Kapitän Herr Zenker, Chief und Chiefmate auch Deutsche, ist halt immer einfacher, wenn es ohne Englisch geht.

Von

Nach

sm

Hamburg

Halmstad

464

Halmstad

Moss

174

Moss

Frederikstad

38

Fredrikstad

Oslo

72

Oslo

Aarhus

264

Aarhus

Kiel

135

Kiel

Brunsbüttel

53

Brunsbüttel

Bremerhaven

72

Bremerhaven

Hamburg

110

Start in Hamburg, Termin verschob sich mehrmals, aber mittels mehrerer Telefonate mit dem Kapitän klappte Zustieg problemlos am Eurogate. Dort lotste mich der Shuttle sogar zum Parkplatz Seemansclub und fuhr mich dann zum Schiff. Toller Service.

Dieses Mal also überwiegend Schweden, für mich fast alles neu. Freu mich sehr auf Oslofjord. Hoffentlich auch Passage Cuxhaven bei Tageslicht. Zunächst aber Hauptsache wieder auf einem Schiff, vor allem auf so einem gut gepflegtem mit netten Leuten. So war es jedenfalls bisher mit den Rambow-Schiffen.

Gebucht beim Vermittler Int. Frachtschiffreisen Pfeiffer.

Start in Hamburg

Gestern fuhr die Sven mittags bei bestem Wetter an Cuxhaven vorbei, ich konnte sie mir also schon mal genau ansehen. Einen Tag später bin ich gegen 9 Uhr in HH an Bord gegangen.

Und eine Stunde später legten wir schon ab - zum CTT (Tollerort) Terminal. Böse Zungen nennen das Lumpensammler. Aber so konnte ich mir von einem hohen Aussichtspunkt das Treiben im Hafen und ums Schiff herum ansehen.

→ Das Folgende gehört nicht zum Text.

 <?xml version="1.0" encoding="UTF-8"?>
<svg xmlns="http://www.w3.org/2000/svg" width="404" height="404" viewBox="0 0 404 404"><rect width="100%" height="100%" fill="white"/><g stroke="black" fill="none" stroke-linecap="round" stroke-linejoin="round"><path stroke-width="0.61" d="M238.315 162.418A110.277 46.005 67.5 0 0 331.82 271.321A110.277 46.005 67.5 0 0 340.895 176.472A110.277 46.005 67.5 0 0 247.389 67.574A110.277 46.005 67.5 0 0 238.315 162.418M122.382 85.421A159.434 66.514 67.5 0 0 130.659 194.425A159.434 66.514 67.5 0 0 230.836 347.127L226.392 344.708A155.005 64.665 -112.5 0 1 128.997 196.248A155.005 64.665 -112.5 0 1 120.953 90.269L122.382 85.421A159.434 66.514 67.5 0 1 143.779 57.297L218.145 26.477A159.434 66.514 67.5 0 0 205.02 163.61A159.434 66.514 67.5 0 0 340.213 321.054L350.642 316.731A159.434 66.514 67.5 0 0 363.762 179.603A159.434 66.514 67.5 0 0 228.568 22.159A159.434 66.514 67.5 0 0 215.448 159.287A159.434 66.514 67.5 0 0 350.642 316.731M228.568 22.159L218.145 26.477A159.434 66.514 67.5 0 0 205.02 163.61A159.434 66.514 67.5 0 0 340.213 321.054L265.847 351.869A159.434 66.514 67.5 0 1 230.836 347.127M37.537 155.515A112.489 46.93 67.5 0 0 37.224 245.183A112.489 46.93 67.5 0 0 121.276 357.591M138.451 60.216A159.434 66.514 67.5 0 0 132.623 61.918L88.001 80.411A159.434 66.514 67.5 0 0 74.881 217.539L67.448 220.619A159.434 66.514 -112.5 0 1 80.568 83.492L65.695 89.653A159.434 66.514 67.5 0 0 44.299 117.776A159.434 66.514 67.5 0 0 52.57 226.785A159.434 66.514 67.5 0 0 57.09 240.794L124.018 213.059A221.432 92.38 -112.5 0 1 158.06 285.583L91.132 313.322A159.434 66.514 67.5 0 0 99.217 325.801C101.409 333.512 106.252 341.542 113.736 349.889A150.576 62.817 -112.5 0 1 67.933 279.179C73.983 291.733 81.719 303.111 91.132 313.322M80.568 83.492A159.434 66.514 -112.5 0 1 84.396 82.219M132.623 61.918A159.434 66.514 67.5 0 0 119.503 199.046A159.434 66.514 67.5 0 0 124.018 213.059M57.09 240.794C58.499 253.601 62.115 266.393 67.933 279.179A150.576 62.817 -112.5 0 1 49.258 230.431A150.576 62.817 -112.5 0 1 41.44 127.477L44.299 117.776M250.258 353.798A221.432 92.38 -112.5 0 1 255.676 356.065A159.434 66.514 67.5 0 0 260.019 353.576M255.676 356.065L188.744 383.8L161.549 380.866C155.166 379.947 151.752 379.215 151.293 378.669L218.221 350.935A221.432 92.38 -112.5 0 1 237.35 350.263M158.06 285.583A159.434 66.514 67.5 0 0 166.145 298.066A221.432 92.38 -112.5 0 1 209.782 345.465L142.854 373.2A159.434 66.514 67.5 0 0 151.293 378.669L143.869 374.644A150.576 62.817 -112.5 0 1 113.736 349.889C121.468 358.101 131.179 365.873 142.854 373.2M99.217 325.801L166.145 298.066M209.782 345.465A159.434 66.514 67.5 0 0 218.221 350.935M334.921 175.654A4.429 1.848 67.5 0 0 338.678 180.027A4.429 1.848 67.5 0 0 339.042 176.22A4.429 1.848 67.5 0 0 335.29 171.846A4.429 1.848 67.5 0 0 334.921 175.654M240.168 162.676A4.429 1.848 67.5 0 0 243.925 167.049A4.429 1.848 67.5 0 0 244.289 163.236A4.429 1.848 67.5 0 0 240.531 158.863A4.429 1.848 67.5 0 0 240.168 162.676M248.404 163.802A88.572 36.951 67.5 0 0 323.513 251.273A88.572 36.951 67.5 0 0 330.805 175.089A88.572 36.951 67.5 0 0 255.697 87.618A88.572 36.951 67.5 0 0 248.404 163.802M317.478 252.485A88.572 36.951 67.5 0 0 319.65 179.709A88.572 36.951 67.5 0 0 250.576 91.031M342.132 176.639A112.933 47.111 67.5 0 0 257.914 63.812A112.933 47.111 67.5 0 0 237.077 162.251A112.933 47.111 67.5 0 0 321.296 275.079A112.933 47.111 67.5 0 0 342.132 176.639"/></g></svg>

Kurz nach dem Dinner dann endlich los, die schöne Fahrt auf der Elbe. Die ist an manchen Stellen schon recht schmal (Elbmüdung dagegen 16 km breit), wenn da Schiffe passieren ist das ein Erlebnis (kurzes Video dazu). Leider erst 23 Uhr Cuxhaven passiert, also wieder nichts mit Winken.

Halmstad - Moss - Frederikstad

Am nächsten Morgen schon auf Höhe Rinköbing, Kurs 13 Grad, also fast genau Nord. Geschwindigkeit reduziert auf 12 kn, damit ETA in Halmstad morgens ist (nachts wird dort nicht gearbeitet). Um Skagen herum in den Kattegatt, der auch noch zur Nordsee gehört. Wetter mäßig, leider ziemlich kühl mit 5 Grad.

Morgens in Halmstad, hier bin ich nur im Hafen umher gelaufen. Es schien sogar die Sonne, also schönes geschütztes Plätzchen an Deck gesucht und den Tag genossen.

Am nächsten Tag schon um 6 Uhr auf die Brücke, Lotse gerade gekommen. Es geht jetzt enge Fjorde lang, spannend. 2h später in Moss angelegt - und es schneit, das hatte ich noch auf keiner Fahrt bisher. Landgang natürlich nicht, wir legten auch 2h später wieder ab.

Jetzt ging es wieder ein Stück zurück, 38 sm nach Fredrikstad. Dauernd kleine Inseln umkurvt, manchmal Land zum Greifen nah. Der Hafen sehr klein, ganz enge Zufahrt. Das war alles sehr spannend, von der Brücke aus zu Erleben. Frederikstad soll laut Lotse ein hübsches Städtchen sein, was ich mir aber angesichts des Schneefalls gespart habe.

Auch nach dem Ablegen um 18 Uhr noch stundenlang auf der Brücke geblieben, da die Fahrt im Oslofjord wirklich aufregend ist.

Oslo und Oslofjord


Bis zum Anlegen in Oslo nach Mitternacht auf der Brücke. Aber wieder kein Landgang, da schon mittags wieder weiter. In der Bucht vor Oslo viele dünne Eisschollen. Eins ist sicher, den Oslofjord muss ich noch mal fahren mit dann hoffentlich besserem Wetter.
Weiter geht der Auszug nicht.